The Offeror will, as soon as reasonably practicable, make all submissions,
notifications and filings required to obtain all necessary regulatory approvals
from relevant authorities in all jurisdictions where required under applicable
laws and regulations. Based on currently available information, the Offeror
expects the Tender Offer to be subject to merger control clearance in Finland
and estimates that such clearance as well as any other necessary regulatory
approvals will be obtained prior to the expiry of the initial offer period. If
all necessary regulatory approvals have not been obtained prior to the expiry
of the initial offer period, the Offeror may extend the offer period in
accordance with, and subject to, the terms and conditions of the Tender Offer
and applicable laws, in order to satisfy the Closing Conditions, including
obtaining necessary regulatory approvals. 

Financing

As required under applicable laws, the Offeror has, and will have at the
completion of the Tender Offer, access to equity funding in sufficient amounts
to finance the payment of the aggregate Share Offer Price and Special Right
Offer Price for all of the issued and outstanding shares and special rights in
Avidly in connection with the Tender Offer (including in any mandatory
redemption proceedings in accordance with the Finnish Limited Liability
Companies Act). Adelis Fund III has executed an equity commitment letter
addressed to the Offeror confirming the financing for such payment. The
Offeror's obligation to complete the Tender Offer is not conditional upon
availability of financing. 

Future plans concerning the shares and special rights

The Offeror intends to acquire all of the issued and outstanding shares and
votes as well as special rights in Avidly. If as a result of the completion of
the Tender Offer, the Offeror's ownership exceeds ninety (90) percent of all
issued and outstanding shares and votes in the Company, when calculated
together with any other shares and votes otherwise acquired by the Offeror and
in accordance with Chapter 18, Section 1 of the Finnish Limited Liability
Companies Act and on a fully diluted basis, the Offeror intends to initiate
mandatory redemption proceedings in accordance with the Finnish Limited
Liability Companies Act to acquire the remaining shares in Avidly, and
thereafter to cause Avidly's shares to be delisted from First North as soon as
reasonably practicable. In connection with any such redemption proceedings, the
Offeror intends to also acquire or cause the Company to redeem any issued and
outstanding special rights in Avidly which have not been validly tendered in
the Tender Offer, or otherwise acquired by the Offeror, in accordance with the
terms and conditions of such special rights. 

The Combination Agreement

The Combination Agreement between Avidly and the Offeror sets forth the
principal terms under which the Offeror will make the Tender Offer. 
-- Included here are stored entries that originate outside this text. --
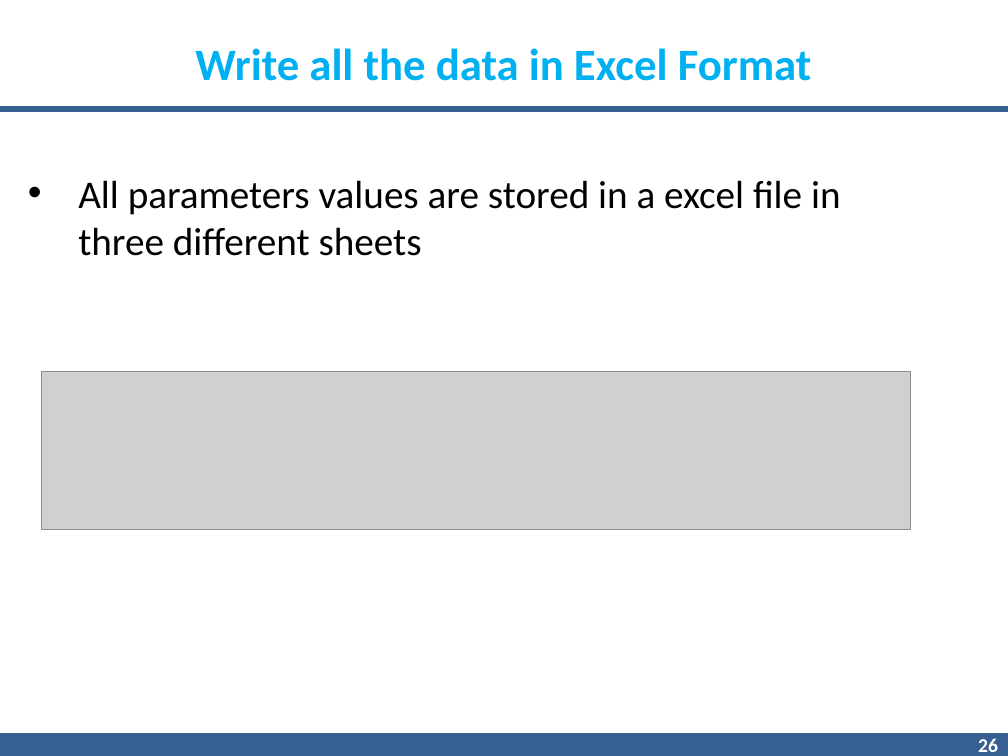
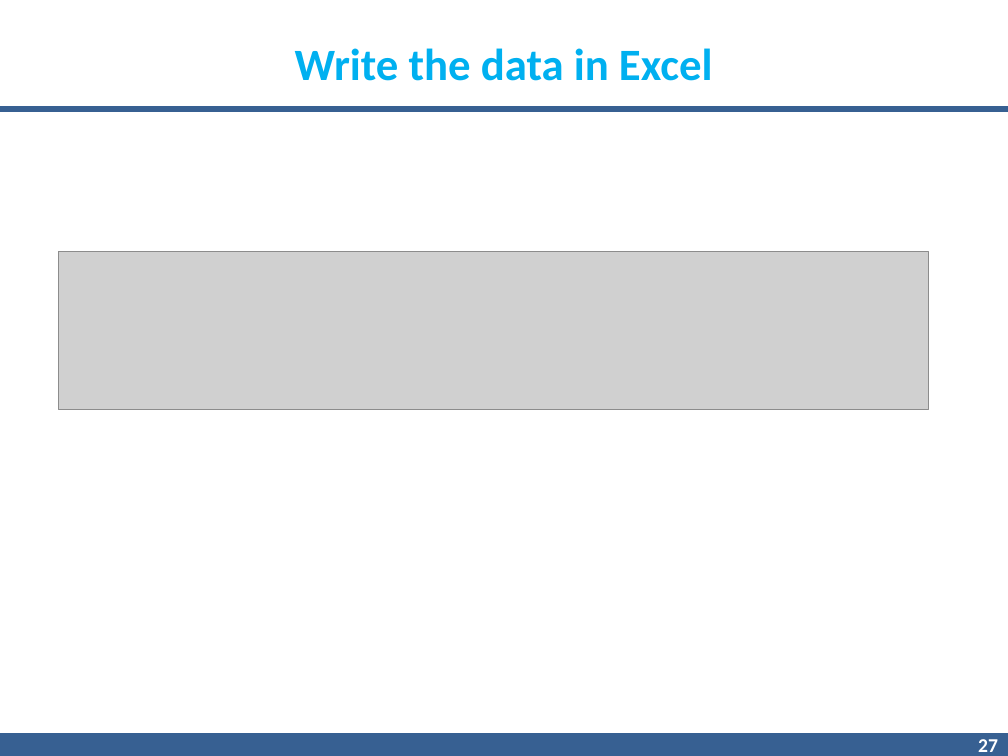
Before and after one commit to gnnain/Pcap_Reader, a slide deck: slide 27 of 7.pptx (slide 26 before the commit). Drawn at 1008x756 pixels with LibreOffice and Linux fonts; fonts in the diff are those of the drawing; grey boxes stand for pictures; background and template pictures are left out. Boxes give left, top, right and bottom in pixels: in the first picture for what was removed or moved away, otherwise in the second. Text is boxed around its words. In the diff, an @@ line names an element or a change of style, - is before the commit and + after.

```diff
--- a/7.pptx
+++ b/7.pptx
@@ text at bbox=[295, 48, 713, 81]: text changed @@
-Write all the data in Excel Format
+Write the data in Excel
@@ text removed at bbox=[78, 180, 841, 256] @@
-• All parameters values are stored in a excel file in three different sheets
@@ picture: place and size @@
-picture at bbox=[41, 371, 910, 529]
+picture at bbox=[58, 252, 927, 410]
@@ page number at bbox=[978, 739, 998, 752]: text changed @@
-26
+27
```
Also in this commit, not shown: 12 other slides changed, 2 slides added, 2 slides removed, 2 other files.
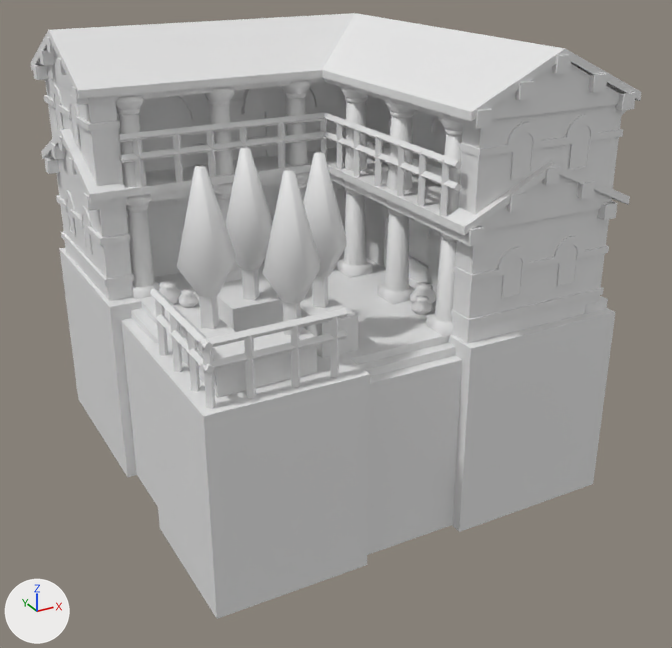
The COLLADA model art/meshes/structural/thracians/mansion.dae as it was, and as the next commit left it.
Rendered twice from a 50 mm lens placed at (-24.1, -48.1, 21.7), pointed at (0.8, -2.8, -1.0). The lights are fixed; the arrows at lower left show +X, +Y and +Z. The picture after the commit comes second. Where no turn or scale is listed for an object, it has been applied to the vertices.

Objects in the first picture: 'mansion'.
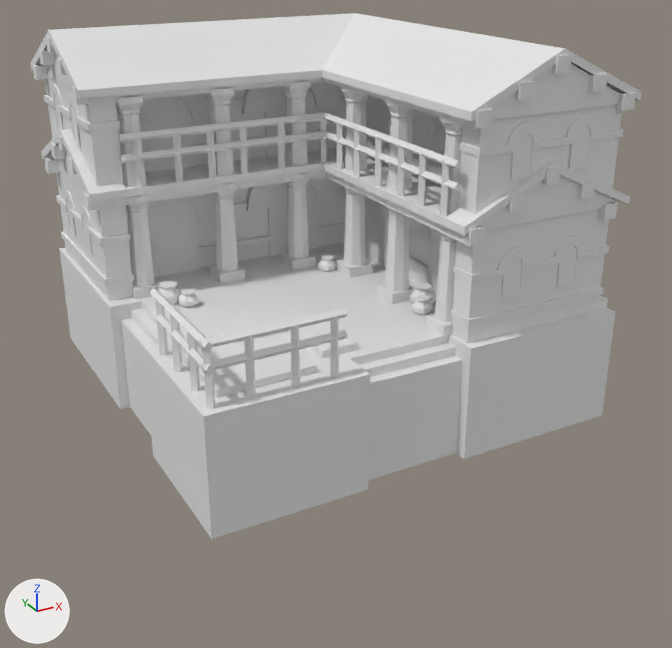
The newer file is also rescaled (x1.1), turned or shifted as a whole; pictures and numbers use the older file's frame.

Where the change shows, as pixel boxes (x1, y1, x2, y2) in the pictures (672 x 648 px; the box of a moved part takes in the faces that stretch with it):
'mansion', reshaped (13% shorter)
    before: (31, 13, 641, 619)
    after: (31, 13, 641, 539)
part 1 of me_cubo_007, deleted
    before: (177, 148, 347, 335)
part 2 of me_cubo_007, moved or reshaped
    before: (179, 285, 358, 398)
    after: (181, 305, 358, 398)
part 3 of me_cubo_007, moved or reshaped
    before: (62, 269, 613, 619)
    after: (62, 269, 613, 539)

Edits to the bpy script that builds the scene:
```text
Change me_cubo_007:
    used by ob_mansion; location = (0.0, 0.0, 0.0)
    verts and faces of me_cubo_007; kept vertices keep their numbers, new ones are numbered from 5913
    before: 589 (-2.4, -10.9, 3.3) at pixel (358, 315), 591 (-4.5, -10.9, 3.3) at pixel (322, 323), 593 (-2.4, -5.1, 3.3), 595 (-7.6, -5.1, 3.3) at pixel (217, 296), 597 (-7.6, -7.1, 3.3) at pixel (232, 309)
    before: 599 (-2.4, -7.0, 3.3), 601 (-2.4, -7.1, 3.3), 602 (-4.5, -7.1, 3.3), 605 (-10.7, -6.4, 3.3) at pixel (170, 316), 607 (-8.6, -6.4, 3.3)
    before: 609 (-10.6, -12.2, 3.3) at pixel (215, 360), 611 (-5.5, -12.2, 3.3) at pixel (316, 337), 613 (-5.5, -10.2, 3.3), 615 (-10.7, -10.2, 3.3) at pixel (199, 344), 617 (-10.7, -10.2, 3.3) at pixel (198, 344)
    before: 618 (-8.6, -10.2, 3.3)
    before: 5881 (12.7, -11.6, -10.0), 5882 (12.7, 12.4, -10.0), 5883 (-10.0, -5.1, -10.0), 5884 (12.7, -5.1, -10.0), 5885 (-10.0, 0.8, -10.0)
    before: 5886 (-11.8, -5.1, -10.0) at pixel (159, 528), 5887 (-11.9, 12.4, -10.0) at pixel (78, 399), 5888 (-11.9, 0.8, -10.0) at pixel (127, 477), 5889 (2.7, -11.6, -10.0), 5890 (-3.3, -11.6, -10.0)
    before: 5891 (12.7, -13.5, -10.0) at pixel (593, 484), 5892 (2.7, -13.5, -10.0) at pixel (459, 532), 5893 (-11.8, -13.6, -10.0) at pixel (216, 618), 5894 (-3.3, -13.5, -10.0) at pixel (367, 565), 5895 (-11.7, 11.4, -9.9)
    before: 5896 (11.9, 11.5, -9.9), 5897 (5.5, 4.4, -9.9), 5898 (11.9, -12.9, -9.9), 5899 (-10.2, 4.4, -9.9), 5900 (5.6, -11.5, -9.9)
    before: 5901 (-11.6, 1.7, -9.9), 5902 (-10.2, 1.7, -9.9), 5903 (2.9, -12.9, -9.9), 5904 (2.9, -11.5, -9.9), 5905 (-10.0, 1.0, -9.9)
    before: 5906 (-10.0, -5.2, -9.9), 5907 (-11.3, -5.2, -9.9), 5908 (-11.3, 1.0, -9.9), 5909 (-3.4, -11.6, -9.9), 5910 (2.8, -11.6, -9.9)
    before: 5911 (2.8, -12.9, -9.9) at pixel (453, 524), 5912 (-3.4, -12.9, -9.9)
    remove me_cubo_007.from_pydata(...)  # 5913 vertices, 8726 faces; spans x -12.3..12.9, y -13.6..12.5, z -10.0..15.9
    add me_cubo_007.from_pydata(...)  # 5781 vertices, 8534 faces; spans x -12.3..12.9, y -13.6..12.5, z -5.2..15.9
    me_cubo_007 part 1: 8 loose pieces with 132 vertices, spanning x -10.9..-1.9, y -12.6..-4.6, z 1.8..11.2, are deleted
    me_cubo_007 part 2
    add for i in [589, 591, 593, 595, 597, 599, 601, 602, 605, 607, 609, 611, 613, 615, 617, 618]: verts[i] += (0.0, 0.0, -1.5)
    me_cubo_007 part 3
    add for i in [*range(5881, 5905)]: verts[i] += (0.0, 0.0, 4.8)
    add for i in [*range(5905, 5913)]: verts[i] += (0.0, 0.0, 4.7)
```

Under the Combination Agreement, the Board of Directors of Avidly has, in the
event of materially changed circumstances or a possible superior competing
offer or proposal, undertaken not to withdraw or modify its recommendation for
the Tender Offer unless, after taking advice from reputable external legal and
financial advisers, the Board of Directors of Avidly determines in good faith
that it would clearly no longer be in the best interest of the shareholders of
Avidly and holders of special rights to accept the Tender Offer, and that such
withdrawal or modification of the recommendation is required for the Board of
Directors of Avidly to comply with its mandatory fiduciary duties. The Board of
Directors of Avidly may withdraw or modify its recommendation for the Tender
Offer in accordance with the above only if the Board of Directors has complied
with certain agreed procedures, including allowing the Offeror to negotiate
with the Board of Directors and to enhance the Tender Offer. If the Offeror
enhances the Tender Offer such that the enhanced Tender Offer, in the
reasonable opinion of the Board of Directors, is in the interest of the
shareholders of Avidly and holders of special rights, the Board of Directors of
Avidly shall confirm and uphold its recommendation (as amended based on the
enhanced Tender Offer) for the Tender Offer, as enhanced. 

Avidly has undertaken not to, and to cause each of its affiliates as well as
its and their representatives not to, directly or indirectly, solicit,
encourage, facilitate, promote, initiate or continue any discussions or
participate in any negotiations concerning, provide information with respect to
Avidly or any of its affiliates to any person in connection with, or otherwise
contribute to, promote or cooperate with any person in relation to any
competing offer or proposal. 

The Combination Agreement further includes certain customary warranties and
undertakings by both parties, such as conduct of business by Avidly in the
ordinary course of business before the completion of the Tender Offer, and
cooperation by the parties in making the necessary regulatory filings. 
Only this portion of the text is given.